Data from: Limited dispersal in an ectoparasitic mite, Laelaps giganteus, contributes to significant phylogeographic congruence with their rodent hosts, Rhabdomys
Engelbrecht, Adriaan et al. (2015), Data from: Limited dispersal in an ectoparasitic mite, Laelaps giganteus, contributes to significant phylogeographic congruence with their rodent hosts, Rhabdomys, Dryad, Dataset, https://doi.org/10.5061/dryad.6g181
To explore how biogeography, parasite life history and host vagility influences evolutionary codivergences, we followed a comparative phylogeography approach using a host specific non-permanent mite, Laelaps giganteus that occurs on four rodent species within the genus Rhabdomys.
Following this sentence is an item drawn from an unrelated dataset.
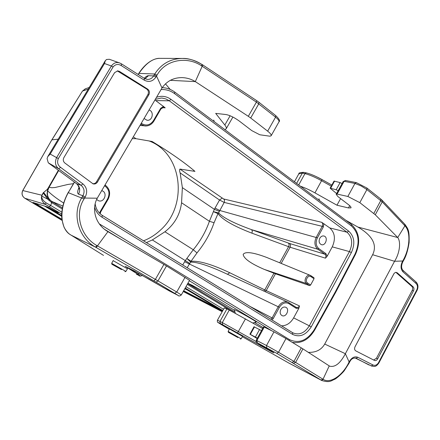 <?xml version="1.0" encoding="UTF-8"?>
<svg xmlns="http://www.w3.org/2000/svg" width="440" height="440" viewBox="0 0 440 440"><rect width="100%" height="100%" fill="white"/><g stroke="black" fill="none" stroke-linecap="round" stroke-linejoin="round"><path stroke-width="0.66" d="M250.707 118.014L248.314 116.314L256.405 102.118L256.817 100.733L258.918 102.251L258.781 103.835L250.707 118.014L267.652 131.159C270.413 133.353 271.568 134.899 271.112 135.784L269.891 136.202L259.787 134.767L251.768 130.609L239.25 121.022C234.267 117.442 229.845 115.28 225.984 114.543L215.672 113.383L224.835 125.004C226.226 126.792 226.655 128.084 226.127 128.876L224.78 129.564M127.463 268.807L113.151 260.651M92.653 183.678C94.281 183.887 95.574 183.255 96.536 181.786L147.879 94.628L148.885 94.716L97.438 182.078C96.333 183.716 94.88 184.311 93.093 183.86L64.84 163.009C63.179 161.519 62.86 159.726 63.883 157.625L114.604 72.655L117.75 70.862L119.46 71.396L147.686 89.128C149.518 90.596 149.913 92.461 148.885 94.716M117.271 70.879L146.68 89.05C148.506 90.519 148.907 92.378 147.879 94.628M105.347 60.621L47.746 156.662L47.086 158.631L48.285 162.833L58.724 168.801L81.092 185.306L76.725 183.794C79.91 186.637 80.514 190.091 78.535 194.15L82.913 195.773L82.302 196.812L84.607 198.061L85.222 197.027C87.714 191.884 86.961 187.517 82.951 183.926L60.577 167.365C57.646 165.049 56.898 162.129 58.322 158.598L113.091 66.979L111.403 66.006C113.718 62.86 116.479 61.853 119.691 62.981L109.307 59.274L106.53 59.499L105.358 60.632L104.5 63.514L111.403 66.006L56.606 157.619C54.593 162.261 55.303 165.99 58.724 168.801L60.577 167.365M79.008 187.534C77.352 191.163 77.198 193.364 78.54 194.145M76.731 183.794L48.752 163.185M82.286 196.834L81.752 197.758C71.451 214.577 78.837 238.106 95.535 247.148L96.222 247.544L107.938 231.655L166.485 265.942L189.552 280.335L181.308 294.943M103.516 255.398L70.582 234.828C61.259 229.73 58.031 211.261 68.272 192.649L74.382 182.066M71.236 235.235L95.535 247.148L96.822 245.526L155.37 279.395L163.911 264.407M84.596 198.061L84.04 198.968C74.096 214.456 80.993 236.77 96.822 245.526M96.222 247.544L156.139 282.166L178.349 295.537M178.101 295.422L163.559 287.683M178.178 295.46L169.697 291.137M169.576 291.077L134.343 270.947L125.411 266.437M125.219 266.338L137.599 274.148C140.498 275.99 140.762 276.331 138.391 275.176L138.463 275.204M136.389 274.153L138.391 275.176M138.457 275.214L136.505 274.214M103.4 255.327L71.132 235.169M68.129 192.61C64.433 199.518 62.343 206.168 61.864 212.553C61.166 215.562 61.897 220.451 64.053 227.227C66.038 230.923 68.195 233.442 70.521 234.79L70.45 234.746M84.04 198.968L68.272 192.649L68.662 191.719M144.199 78.282C145.931 76.533 147.378 75.663 148.538 75.669L144.986 78.749M47.751 156.662L50.21 154.066L104.5 63.514M107.938 231.655C94.952 224.208 91.476 208.747 97.262 198.204L84.607 198.061M97.262 198.204L161.997 87.984L156.53 76.038L154.215 74.916L153.632 75.906C152.125 78.287 150.068 79.459 147.455 79.42L144.573 78.562M248.314 116.314L195.305 81.609L202.191 66.258L201.542 65.835L202.087 64.493L256.817 100.733M165.446 83.831L170.209 89.441M159.973 58.361C155.375 57.954 146.427 61.468 138.76 73.453L138.952 73.387C145.888 63.272 152.889 58.262 159.968 58.361L182.38 58.449C170.522 58.663 161.315 63.85 154.759 74.008L138.952 73.387L138.452 74.245M201.982 64.515C195.976 60.572 189.442 58.553 182.386 58.449C188.001 58.152 194.563 60.165 202.081 64.493M201.542 65.835C187.033 55.957 165.462 59.554 157.036 75.136L155.947 77.038C152.806 81.477 148.918 82.517 144.281 80.168L121.281 65.599L121.512 63.877L119.691 62.981M267.652 131.159L275.572 117.15L256.405 102.118L202.197 66.253L202.73 64.922M161.997 87.984C166.975 80.922 173.784 77.468 182.424 77.621C187.176 77.875 191.472 79.206 195.305 81.609L170.291 80.328M182.727 264.968L185.367 260.464L193.276 249.733C200.492 240.988 205.865 231.501 209.396 221.282L214.357 209.319L182.364 187.632L181.555 202.757C180.054 214.615 174.515 224.285 164.934 231.77L152.328 239.943L146.399 242.583M132.242 138.655L135.971 138.688L152.114 141.482C169.966 152.317 184.245 162.283 194.953 171.375L179.944 169.087C179.399 169.631 179.465 170.907 180.131 172.909L182.364 187.632M51.827 139.882L22.743 190.542L41.91 195.239L43.186 192.863L47.223 189.437L48.807 187.22L48.197 188.419M51.821 139.893L22.82 190.537C21.395 193.683 22.082 196.268 24.893 198.297L62.079 220.407L24.827 198.259L45.485 204.441C42.284 202.037 40.975 199.337 41.558 196.35L41.965 195.222L41.751 196.086L47.762 199.205M82.456 91.108L51.92 139.838L58.223 139.189M62.304 209.011L51.744 202.648L50.644 205.441L61.897 212.201M144.078 118.503L146.955 120.219C152.438 121.286 154.473 111.502 149.072 109.995M292.611 332.69L293.057 332.937C299.37 335.374 304.805 332.981 309.353 325.765L349.448 251.587C353.04 243.579 352.236 237.122 347.039 232.216L169.296 100.809L155.727 100.584L165.204 107.833L162.156 107.701M155.727 100.584L154.919 100.034M96.641 199.49L98.422 200.701C104.258 203.126 108.042 192.566 101.992 190.751L101.695 190.663M319.792 238.244C318.549 241.307 319.088 243.441 321.398 244.651C325.694 246.191 328.433 237.1 324 236.022C322.317 235.67 320.914 236.412 319.792 238.244M323.873 223.608L323.373 226.914L317.405 237.831C315.392 242.341 315.876 245.949 318.857 248.644L325.892 253.611L327.162 256.223L325.457 258.165C326.2 256.514 326.024 255.2 324.923 254.216L317.895 249.26C314.584 246.268 314.045 242.264 316.277 237.248L322.245 226.336C322.999 224.675 322.823 223.333 321.717 222.305L329.802 227.942L347.039 232.216L348.711 231.149C354.437 236.577 355.322 243.722 351.362 252.577L311.273 326.81C305.976 335.082 299.777 337.623 292.683 334.444L102.058 217.256C98.417 214.957 95.937 211.613 94.622 207.235M327.162 256.223L332.255 246.857C335.759 239.047 334.939 232.744 329.802 227.942M280.836 309.513C279.642 312.29 280.049 314.331 282.068 315.629C286.226 317.741 290.054 308.908 285.698 307.247C283.8 306.642 282.183 307.395 280.836 309.513M281.501 325.837C286.5 325.77 290.543 323.12 293.634 317.884L298.832 308.319L296.131 308.291L288.844 303.633C285.28 301.934 282.128 303.16 279.389 307.318L273.262 318.527L272.019 319.995M234.339 309.804L234.328 309.771C233.799 308.611 258.016 322.256 256.146 322.064L252.863 322.993M49.709 199.854L47.746 196.779L47.108 193.974L47.388 190.735L48.807 187.22L51.816 187.737L55.011 187.517L67.958 184.443L73.436 183.662M47.388 190.735L47.652 190.823C51.321 194.497 56.661 198.578 63.679 203.066M281.188 263.406L290.098 247.231L251.9 233.167C233.783 226.193 222.525 219.72 218.119 213.747L218.268 212.85L218.691 212.993C223.295 217.833 234.267 223.394 251.625 229.68L289.57 243.485L324.923 254.216L325.892 253.611M311.009 275.776L313.979 277.778L314.034 278.729L310.986 276.666C308.011 274.445 304.387 281.089 307.543 282.992L310.602 285.032L314.034 278.729M310.602 285.032L309.639 285.604L306.598 283.575C302.94 281.419 306.587 273.592 310.387 275.423L310.954 275.726L310.986 276.666M313.979 277.778L310.387 275.423L266.673 257.433C253.11 252.313 245.273 251.295 243.161 254.386C243.755 258.582 250.811 263.593 264.325 269.423L275.468 273.801L309.639 285.604M296.115 307.324L296.252 307.395C297.517 307.83 298.59 307.34 299.475 305.932L298.832 308.319M218.268 212.85L213.565 211.695L217.987 213.648L214.066 222.717C210.309 233.552 204.617 243.617 196.988 252.912L191.048 261.261L187 258.572L190.509 261.916L191.224 261.294C199.419 260.651 212.273 264.478 229.796 272.762L227.431 274.252M229.796 272.762L266.211 290.604L275.468 273.801M179.944 169.087L223.603 198.963C224.615 199.848 224.802 200.998 224.18 202.411L218.119 213.747M270.837 319.27L272.135 317.906L278.262 306.708C281.006 302.429 284.279 300.944 288.084 302.247L222.789 272.113C208.01 265.457 197.384 262.119 190.905 262.108L189.728 263.401L187.22 267.74M156.541 97.273C161.711 95.519 166.524 96.222 170.979 99.374L169.296 100.809L166.012 98.989L162.404 98.126L161.139 98.059L155.32 99.358M146.476 125.978L139.992 125.455M144.87 125.967L140.646 124.333M288.849 302.671L296.082 307.302L288.107 302.258L288.811 302.643L288.844 303.633M251.9 233.167L252.34 231.181L251.625 229.68L317.895 249.26L318.857 248.644M191.224 261.294L190.905 262.108L190.509 261.916M219.197 211.316L214.357 209.319L219.532 200.03L224.18 202.411L322.245 226.336L323.373 226.914M99.281 223.861L289.625 339.691C298.958 343.855 307.142 340.555 314.182 329.808L335.22 292.028L335.632 292.413L314.617 330.159M51.744 202.648L47.784 199.215M41.751 196.086L41.734 196.091C41.531 198.369 42.95 200.602 45.991 202.785L45.485 204.441L49.297 206.646L50.644 205.441M49.704 199.859L52.536 201.911L51.755 202.631M43.56 193.16L43.692 192.561L48.312 198.429L47.751 199.188L43.186 192.863M47.223 189.437L47.685 189.712M48.312 198.429L49.5 199.672L48.873 200.431M43.538 192.654L41.596 196.114M43.263 192.819L41.965 195.222M121.501 269.577L111.92 264.275L121.501 269.577M124.933 271.695L125.884 271.43L111.667 263.335M237.924 337.568L228.371 332.288L237.924 337.568M240.306 339.036L241.164 338.795L228.129 331.425M316.861 176.886L324.495 180.939M149.132 140.965C182.578 153.34 188.342 205.53 160.485 230.06C155.441 234.801 149.793 238.387 143.534 240.818M345.598 180.532L344.108 181.308L337.106 194.095L336.182 194.304L337.925 196.57L348.475 204.649C350.46 206.201 351.291 207.268 350.966 207.862L348.458 207.939L336.969 205.216L314.947 192.88C309.65 189.937 304.799 187.721 300.394 186.23M273.971 331.854L285.989 338.553L278.537 352.275L266.514 345.521L273.971 331.854L264.248 327.113L256.899 340.533L257.345 342.793L276.705 353.304L321.772 380.495C329.962 382.982 331.117 380.611 334.45 379.407C336.55 378.625 343.277 372.389 344.52 370.299L348.986 363.314L349.839 361.686L349.426 361.377C351.835 357.489 354.64 356.125 357.825 357.286L373.005 364.969L371.311 365.915L371.701 366.091L355.097 357.962M337.106 194.095L347.859 196.455L354.959 183.441L361.136 185.95L366.911 189.574L359.816 202.637L347.859 196.455M242.561 336.364L229.438 328.944M376.464 358.254L412.198 290.416C412.924 288.8 412.825 287.485 411.901 286.468L413.182 286.886C414.106 287.903 414.205 289.223 413.479 290.84L377.696 358.809L376.464 358.254L373.632 360.008M411.901 286.468L395.868 272.316M334.02 181.099L340.125 182.573L342.062 183.557L338.113 190.773M298.689 184.954L304.975 173.619L306.295 172.86L303.627 172.359L302.346 173.102L296.62 183.403M340.582 198.605L336.969 205.216M382.146 200.299L404.784 224.24L404.91 225.803L397.738 237.54L375.276 214.764L359.816 202.637M345.862 220.303L357.935 227.073L397.738 237.54C401.038 241.846 399.795 253.088 394.559 261.278L402.716 260.997L403.128 260.271C410.086 247.918 410.735 231.869 405.158 226.066L382.228 201.872L375.276 214.764M308.325 352.368C315.948 352.6 321.409 349.827 324.715 344.058L372.631 254.722C377.443 244.871 372.543 235.653 357.935 227.073M404.905 224.395L405.158 226.066M373.808 213.488L380.776 200.574L380.727 199.012L366.877 188.012L356.389 182.622L354.959 183.441L344.108 181.308L343.161 181.555L336.182 194.304M415.949 281.919L415.971 283.399C417.599 284.966 417.89 287.095 416.856 289.784L378.455 362.78L378.829 363.077L417.186 290.158L416.856 289.784M403.035 261.41L402.716 260.997L402.27 261.822C400.433 265.936 400.697 269.297 403.062 271.915L415.971 283.399M372.631 254.722L394.559 261.278L345.367 353.711L349.366 362.527M413.182 286.886L397.188 272.756L395.665 272.344L394.168 273.273L355.069 346.682C354.261 348.574 354.481 349.965 355.735 350.861L374.506 360.454C375.727 360.844 376.789 360.3 377.696 358.809M257.158 338.536L249.909 334.186L254.001 326.733L261.492 330.627L257.367 338.157M263.544 326.882L264.248 327.113M256.053 341.468L222.305 322.581L229.262 310.046L226.914 308.897L219.978 321.376L220.38 323.472L271.623 351.764C275.121 353.573 274.648 353.155 270.204 350.51L257.345 342.793M229.262 310.046L262.642 328.532M285.989 338.553L302.923 348.87L329.23 365.893L323.026 379.264L320.98 380.034M224.274 307.94L226.914 308.897M321.772 380.495L289.009 363.16L242.358 336.716L289.009 363.16M302.923 348.87L295.625 362.401L323.323 379.44L321.277 380.215L288.024 362.615M323.323 379.44C329.94 383.741 341.995 376.222 348.59 363.011L349.426 361.377M258.544 343.64L258.572 343.657C255.503 341.286 256.416 343.475 256.223 340.241L266.514 345.521L266.783 347.721M260.689 344.905L260.794 346.077M220.38 323.472C215.776 321.216 218.74 323.147 229.268 329.269L218.268 322.652C217.476 322.559 217.201 321.756 217.437 320.232L222.305 322.581L222.618 324.643M324.715 344.058L345.367 353.711C340.34 363.314 335.126 367.472 329.725 366.19L329.23 365.893M249.909 334.186L257.367 338.151M336.589 193.551L330.127 188.183L336.199 189.739L338.135 190.729M82.951 183.926L81.092 185.306C84.304 188.177 84.909 191.664 82.913 195.773L85.222 197.027M178.211 295.477C178.701 296.318 179.729 296.142 181.302 294.954L176.732 292.023L185.081 277.244M166.485 265.942L157.96 280.913L156.139 282.166M174.9 293.238L176.732 292.023L157.96 280.913L155.37 279.395L153.978 280.907M163.609 287.716L149.721 279.532M149.771 279.565L125.323 266.393M137.599 274.148L139.541 273.73M68.8 191.757L74.498 182.149M148.528 75.686L153.632 75.906L155.947 77.038M154.231 74.888L154.759 74.008L157.036 75.136M50.21 154.066L58.322 158.598M96.536 181.786L97.438 182.078M121.281 65.599C118.146 63.751 115.418 64.207 113.091 66.979M258.918 102.251L275.682 115.566L275.572 117.15C278.305 119.378 279.428 120.967 278.933 121.919L271.172 135.674M230.126 115.77L224.835 125.004M144.281 80.168L144.458 78.447L121.517 63.883M119.46 71.396L118.503 71.357M146.68 89.05L147.686 89.128M196.988 252.912L193.276 249.733L164.934 231.77M189.728 263.401L152.328 239.943M214.066 222.717L209.396 221.282L181.555 202.757M133.298 136.846L135.971 138.688M24.756 198.209L24.827 198.259C22.033 196.224 21.335 193.649 22.743 190.542M88.253 89.117L82.577 91.02L85.476 88.77M183.249 291.506L222.178 311.713L183.244 291.511M222.805 310.58L185.196 288.052M61.771 214.121L49.297 206.646M221.584 310.492L184.916 288.552L221.562 310.481M222.343 311.41L183.409 291.225M62.029 220.044L32.928 202.444L47.916 207.097L58.317 212.784M233.497 312.235L187.275 284.367M185.961 286.699L223.537 309.26M62.882 206.08L51.97 201.514L51.112 202.252M52.536 201.911L62.497 207.922M47.047 206.85L61.738 215.639M141.273 123.277L141.724 123.596C146.305 126.143 150.211 125.158 153.439 120.643L160.622 108.378L163.576 106.326M99.6 213.235L100.21 211.552L107.613 198.907C110.066 193.699 109.208 189.426 105.034 186.082L104.561 185.779M102.339 215.435L292.545 332.645L292.683 334.444M223.603 198.963L321.717 222.305M271.629 330.709L189.31 280.759M120.703 239.124L104.401 229.235M192.319 285.351L187.902 283.261L203.803 291.698L234.465 310.25L203.753 291.671M254.672 322.476L263.148 327.608L254.672 322.482M58.366 170.242L47.762 188.744M58.707 170.489L49.06 187.303L47.652 190.823C46.8 195.41 48.235 198.974 51.97 201.514M335.22 292.028L355.036 254.062C360.091 242.402 358.87 233.007 351.362 225.88L174.609 93.649C170.538 90.657 166.023 89.298 161.068 89.568M170.979 99.374L348.711 231.149M162.217 87.654L163.031 87.692L162.228 87.637M34.683 203.011L61.936 219.307M38.286 204.132L37.147 205.244M61.748 216.332L44.611 206.096M187.495 290.092L184.822 288.717M183.684 290.736L219.824 309.441M187.737 283.547L234.982 312.076M254.441 322.542L256.113 323.351M279.703 262.796L288.574 246.703C289.273 245.152 289.201 243.941 288.349 243.073M214.995 208.032L219.626 210.452L317.405 237.831M222.041 198.187L219.532 200.03L180.131 172.909M293.634 317.884L311.273 326.81M351.362 252.577L349.448 251.587L332.255 246.857M325.457 258.165L290.098 247.231C290.785 245.669 290.609 244.42 289.57 243.485M265.227 291.698L266.211 290.604L299.475 305.932M279.389 307.318L184.586 261.69M249.854 306.339L273.262 318.527M263.802 291.038L264.759 289.922L273.955 273.235M140.608 124.399L141.724 123.596M264.325 269.423L306.598 283.575L307.543 282.992M165.204 107.833L163.658 107.288L161.051 108.851L160.622 108.378M296.252 307.395L296.131 308.291M160.936 108.884L153.879 121.11L153.439 120.643M153.769 121.132L153.879 121.11C151.69 124.547 148.698 126.165 144.898 125.961M100.21 211.552L100.716 211.921L100.183 213.802M107.613 198.907L108.114 199.287L100.716 211.921M105.034 186.082L105.193 185.059C109.846 188.804 110.82 193.545 108.114 199.287M203.803 291.698L192.445 285.411M47.916 207.097L32.928 202.444M222.272 311.377L222.035 310.767M102.284 215.402L102.058 217.256M174.663 92.076L174.609 93.649M289.031 340.401L289.625 339.691M163.031 87.692C167.354 88.022 171.287 89.502 174.834 92.136L351.318 224.395L351.362 225.88M292.281 342.375C301.356 343.706 308.803 339.636 314.611 330.165L314.182 329.808M335.638 292.408L355.427 254.474L355.036 254.062M45.991 202.785L50.628 205.469M349.695 205.667L348.458 207.939M343.129 181.621L345.411 180.494M298.798 173.894L302.346 173.102L304.975 173.619C309.76 174.889 315.315 177.271 321.635 180.757L331.249 186.137M314.947 192.88L322.152 179.63C316.223 176.352 310.959 174.103 306.356 172.876M338.443 190.163L339.07 190.514M366.877 188.012L366.911 189.574L382.228 201.872L382.102 200.25L380.727 199.012M415.932 281.908L403.046 270.419C401.286 268.543 401.143 265.821 402.617 262.246L403.458 260.678L403.128 260.271M322.113 179.652L331.848 185.053M403.046 270.419L403.062 271.915M402.617 262.246L402.27 261.822M397.188 272.756L395.912 272.355M413.479 290.84L412.198 290.416M378.785 363.077L378.829 363.077C375.408 367.73 374.204 366.24 371.695 366.086M373.005 364.969C375.012 365.877 376.827 365.151 378.455 362.78M355.949 358.171L368.99 364.969M349.839 361.68C351.291 358.826 353.353 357.671 356.037 358.209L357.825 357.286M237.578 332.909L245.493 318.819M292.122 362.401L293.953 361.4L278.537 352.275L276.705 353.304M293.519 363.236L295.625 362.401L293.953 361.4L301.274 347.842M224.29 307.907L217.426 320.254M348.59 363.011L348.986 363.308M270.149 350.477L258.599 343.673M273.592 352.583L270.204 350.51M271.095 351.038L271.623 351.764M254.452 326.937L250.349 334.4M259.545 329.543L255.42 337.062M334.576 181.082L330.671 188.194M340.125 182.573L336.199 189.739M79.464 187.913L79.068 189.024C79.464 188.733 78.996 187.336 77.677 184.822L76.384 183.541M138.479 275.22C139.596 276.348 140.877 276.364 142.312 275.275M138.171 74.454L138.76 73.453M232.892 117.051L226.232 128.695M278.999 121.797C280.319 120.989 279.207 118.91 275.682 115.566M119.697 62.981L121.501 63.872M147.455 79.42L144.458 78.447M89.238 87.483L85.239 88.847L82.467 91.091L51.832 139.871M48.125 207.185L58.306 212.779M102.311 215.413C98.324 212.828 95.942 208.972 95.167 203.836M102.317 215.419L293.04 332.932M351.318 224.395C359.452 232.122 360.822 242.149 355.432 254.463M256.339 323.488L254.408 322.553M111.92 264.275L111.661 263.329M125.889 271.425L127.545 268.659M111.667 263.324L113.234 260.502M235.301 313.192L234.328 309.771M228.371 332.288L228.124 331.419M241.17 338.789L242.632 336.243M228.129 331.414L229.504 328.823M318.945 198.759L319.523 200.569M213.736 120.049L214.198 121.633M303.627 172.343C300.152 172.496 298.573 172.953 298.898 173.718L294.426 181.759M403.464 260.667C406.01 256.487 407.891 250.459 409.107 242.572C409.464 229.999 408.122 229.097 405.059 224.543M356.285 182.6L345.598 180.516M339.664 189.426L339.036 189.079M417.192 290.147C418.517 286.836 418.105 284.097 415.959 281.93M256.223 340.241L263.549 326.865M334.032 181.082L330.127 188.183"/></g></svg>

A mtDNA COI haplotype network derived for 278 parasite specimens showed marked phylogeographic congruence with host distributions. Analysis of the less variable nuclear intron Tropomyosin was in part consistent with these results. Although distance-based cophylogenetic analyses in AXPARAFIT failed to support significant mtDNA codivergences (P ≥ 0.02), event-based analyses revealed significant cophylogeny between sampling localities of Rhabdomys and Laelaps using CORE-PA (P = 0.046) and JANE (P = 0.026; P = 0.00). These findings, in conjunction with the weak congruence previously reported among the permanent ectoparasitic lice Polyplax and Rhabdomys, suggest that host-parasite intimacy is not the most important driver of significant codivergence in our study system. Instead the more restricted dispersal ability of L. giganteus, when compared to Polyplax, resulted in stronger spatial structuring and this could have resulted in significant codivergence. Host switching occurred predominantly on the edges of host distributions and was probably facilitated by climate-induced range shifts. When host ranges shift, the phylogeographic structure of L. giganteus is not reflecting the host movements since most of the nest bound parasites do not disperse with the host (they miss the boat) and the genetic contribution of the few dispersing mite individuals is often overwhelmed by the large number of individuals already present in nests within the new environment (causing them to drown on arrival).